■ Instructions to follow:
Would you give the entries below again, precisely as they are written?

Top of Source data

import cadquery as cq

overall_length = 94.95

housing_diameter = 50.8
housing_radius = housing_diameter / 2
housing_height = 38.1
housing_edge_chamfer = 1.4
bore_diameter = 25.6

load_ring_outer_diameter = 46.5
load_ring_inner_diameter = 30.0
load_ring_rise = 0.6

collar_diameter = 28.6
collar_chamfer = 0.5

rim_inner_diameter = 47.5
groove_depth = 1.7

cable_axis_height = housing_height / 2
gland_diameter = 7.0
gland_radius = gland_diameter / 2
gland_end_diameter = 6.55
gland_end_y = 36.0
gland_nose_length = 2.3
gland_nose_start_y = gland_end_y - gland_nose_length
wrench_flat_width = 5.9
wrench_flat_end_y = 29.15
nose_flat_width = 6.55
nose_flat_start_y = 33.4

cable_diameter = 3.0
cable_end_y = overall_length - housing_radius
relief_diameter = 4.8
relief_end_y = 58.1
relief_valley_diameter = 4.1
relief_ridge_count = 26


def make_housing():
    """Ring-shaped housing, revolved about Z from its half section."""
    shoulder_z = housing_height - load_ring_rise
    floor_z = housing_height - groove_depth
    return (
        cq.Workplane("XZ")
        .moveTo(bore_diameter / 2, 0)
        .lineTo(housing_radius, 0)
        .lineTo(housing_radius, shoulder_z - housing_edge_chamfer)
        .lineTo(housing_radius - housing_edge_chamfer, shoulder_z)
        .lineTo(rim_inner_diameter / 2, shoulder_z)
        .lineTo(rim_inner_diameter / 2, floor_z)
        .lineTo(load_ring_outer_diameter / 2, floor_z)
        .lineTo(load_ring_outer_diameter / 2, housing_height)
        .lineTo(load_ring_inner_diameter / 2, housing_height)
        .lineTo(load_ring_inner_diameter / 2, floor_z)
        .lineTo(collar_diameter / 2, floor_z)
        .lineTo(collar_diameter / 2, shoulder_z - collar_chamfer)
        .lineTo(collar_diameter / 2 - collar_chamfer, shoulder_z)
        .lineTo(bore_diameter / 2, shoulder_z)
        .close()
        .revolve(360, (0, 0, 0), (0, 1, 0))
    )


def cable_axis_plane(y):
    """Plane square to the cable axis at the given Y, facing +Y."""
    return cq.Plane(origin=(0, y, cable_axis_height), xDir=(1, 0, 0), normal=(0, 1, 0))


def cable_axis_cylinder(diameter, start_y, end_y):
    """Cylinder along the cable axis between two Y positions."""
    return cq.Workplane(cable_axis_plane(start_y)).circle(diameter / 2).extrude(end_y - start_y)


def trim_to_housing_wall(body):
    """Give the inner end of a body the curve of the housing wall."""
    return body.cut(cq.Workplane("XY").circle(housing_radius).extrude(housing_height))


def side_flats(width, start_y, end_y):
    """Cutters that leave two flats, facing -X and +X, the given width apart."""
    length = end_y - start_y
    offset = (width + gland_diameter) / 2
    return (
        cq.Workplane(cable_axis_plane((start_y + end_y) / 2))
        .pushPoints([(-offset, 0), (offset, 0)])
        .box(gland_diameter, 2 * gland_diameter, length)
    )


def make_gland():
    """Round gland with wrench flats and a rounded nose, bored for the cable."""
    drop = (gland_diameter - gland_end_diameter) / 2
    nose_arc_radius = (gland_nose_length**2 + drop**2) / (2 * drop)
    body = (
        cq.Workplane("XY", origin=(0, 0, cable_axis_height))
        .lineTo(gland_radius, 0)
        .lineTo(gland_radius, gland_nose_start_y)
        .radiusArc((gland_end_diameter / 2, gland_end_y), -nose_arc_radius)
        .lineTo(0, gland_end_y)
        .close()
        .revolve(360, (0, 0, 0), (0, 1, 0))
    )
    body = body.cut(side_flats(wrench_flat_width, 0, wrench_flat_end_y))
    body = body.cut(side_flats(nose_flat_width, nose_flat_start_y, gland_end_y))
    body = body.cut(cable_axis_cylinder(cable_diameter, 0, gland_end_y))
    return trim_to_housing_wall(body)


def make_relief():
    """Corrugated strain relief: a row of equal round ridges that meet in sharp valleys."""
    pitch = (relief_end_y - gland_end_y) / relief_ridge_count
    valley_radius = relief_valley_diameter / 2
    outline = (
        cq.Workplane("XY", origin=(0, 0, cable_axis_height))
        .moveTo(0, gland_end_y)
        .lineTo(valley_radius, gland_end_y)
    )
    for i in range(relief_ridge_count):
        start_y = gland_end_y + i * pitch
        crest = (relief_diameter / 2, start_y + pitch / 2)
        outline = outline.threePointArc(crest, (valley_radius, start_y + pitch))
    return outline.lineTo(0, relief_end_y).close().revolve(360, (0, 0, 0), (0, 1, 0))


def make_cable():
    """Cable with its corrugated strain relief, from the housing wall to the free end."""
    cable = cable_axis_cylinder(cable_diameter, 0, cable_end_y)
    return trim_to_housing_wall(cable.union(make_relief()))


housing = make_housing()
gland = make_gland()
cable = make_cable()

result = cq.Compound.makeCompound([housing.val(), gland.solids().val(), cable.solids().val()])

Bottom of Source data

■ Solved exercise:
import cadquery as cq

overall_length = 94.95

housing_diameter = 50.8
housing_radius = housing_diameter / 2
housing_height = 38.1
housing_edge_chamfer = 1.4
bore_diameter = 25.6

load_ring_outer_diameter = 46.5
load_ring_inner_diameter = 30.0
load_ring_rise = 0.6

collar_diameter = 28.6
collar_chamfer = 0.5

rim_inner_diameter = 47.5
groove_depth = 1.7

cable_axis_height = housing_height / 2
gland_diameter = 7.0
gland_radius = gland_diameter / 2
gland_end_diameter = 6.55
gland_end_y = 36.0
gland_nose_length = 2.3
gland_nose_start_y = gland_end_y - gland_nose_length
wrench_flat_width = 5.9
wrench_flat_end_y = 29.15
nose_flat_width = 6.55
nose_flat_start_y = 33.4

cable_diameter = 3.0
cable_end_y = overall_length - housing_radius
relief_diameter = 4.8
relief_end_y = 58.1
relief_valley_diameter = 4.1
relief_ridge_count = 26


def make_housing():
    """Ring-shaped housing, revolved about Z from its half section."""
    shoulder_z = housing_height - load_ring_rise
    floor_z = housing_height - groove_depth
    return (
        cq.Workplane("XZ")
        .moveTo(bore_diameter / 2, 0)
        .lineTo(housing_radius, 0)
        .lineTo(housing_radius, shoulder_z - housing_edge_chamfer)
        .lineTo(housing_radius - housing_edge_chamfer, shoulder_z)
        .lineTo(rim_inner_diameter / 2, shoulder_z)
        .lineTo(rim_inner_diameter / 2, floor_z)
        .lineTo(load_ring_outer_diameter / 2, floor_z)
        .lineTo(load_ring_outer_diameter / 2, housing_height)
        .lineTo(load_ring_inner_diameter / 2, housing_height)
        .lineTo(load_ring_inner_diameter / 2, floor_z)
        .lineTo(collar_diameter / 2, floor_z)
        .lineTo(collar_diameter / 2, shoulder_z - collar_chamfer)
        .lineTo(collar_diameter / 2 - collar_chamfer, shoulder_z)
        .lineTo(bore_diameter / 2, shoulder_z)
        .close()
        .revolve(360, (0, 0, 0), (0, 1, 0))
    )


def cable_axis_plane(y):
    """Plane square to the cable axis at the given Y, facing +Y."""
    return cq.Plane(origin=(0, y, cable_axis_height), xDir=(1, 0, 0), normal=(0, 1, 0))


def cable_axis_cylinder(diameter, start_y, end_y):
    """Cylinder along the cable axis between two Y positions."""
    return cq.Workplane(cable_axis_plane(start_y)).circle(diameter / 2).extrude(end_y - start_y)


def trim_to_housing_wall(body):
    """Give the inner end of a body the curve of the housing wall."""
    return body.cut(cq.Workplane("XY").circle(housing_radius).extrude(housing_height))


def side_flats(width, start_y, end_y):
    """Cutters that leave two flats, facing -X and +X, the given width apart."""
    length = end_y - start_y
    offset = (width + gland_diameter) / 2
    return (
        cq.Workplane(cable_axis_plane((start_y + end_y) / 2))
        .pushPoints([(-offset, 0), (offset, 0)])
        .box(gland_diameter, 2 * gland_diameter, length)
    )


def make_gland():
    """Round gland with wrench flats and a rounded nose, bored for the cable."""
    drop = (gland_diameter - gland_end_diameter) / 2
    nose_arc_radius = (gland_nose_length**2 + drop**2) / (2 * drop)
    body = (
        cq.Workplane("XY", origin=(0, 0, cable_axis_height))
        .lineTo(gland_radius, 0)
        .lineTo(gland_radius, gland_nose_start_y)
        .radiusArc((gland_end_diameter / 2, gland_end_y), -nose_arc_radius)
        .lineTo(0, gland_end_y)
        .close()
        .revolve(360, (0, 0, 0), (0, 1, 0))
    )
    body = body.cut(side_flats(wrench_flat_width, 0, wrench_flat_end_y))
    body = body.cut(side_flats(nose_flat_width, nose_flat_start_y, gland_end_y))
    body = body.cut(cable_axis_cylinder(cable_diameter, 0, gland_end_y))
    return trim_to_housing_wall(body)


def make_relief():
    """Corrugated strain relief: a row of equal round ridges that meet in sharp valleys."""
    pitch = (relief_end_y - gland_end_y) / relief_ridge_count
    valley_radius = relief_valley_diameter / 2
    outline = (
        cq.Workplane("XY", origin=(0, 0, cable_axis_height))
        .moveTo(0, gland_end_y)
        .lineTo(valley_radius, gland_end_y)
    )
    for i in range(relief_ridge_count):
        start_y = gland_end_y + i * pitch
        crest = (relief_diameter / 2, start_y + pitch / 2)
        outline = outline.threePointArc(crest, (valley_radius, start_y + pitch))
    return outline.lineTo(0, relief_end_y).close().revolve(360, (0, 0, 0), (0, 1, 0))


def make_cable():
    """Cable with its corrugated strain relief, from the housing wall to the free end."""
    cable = cable_axis_cylinder(cable_diameter, 0, cable_end_y)
    return trim_to_housing_wall(cable.union(make_relief()))


housing = make_housing()
gland = make_gland()
cable = make_cable()

result = cq.Compound.makeCompound([housing.val(), gland.solids().val(), cable.solids().val()])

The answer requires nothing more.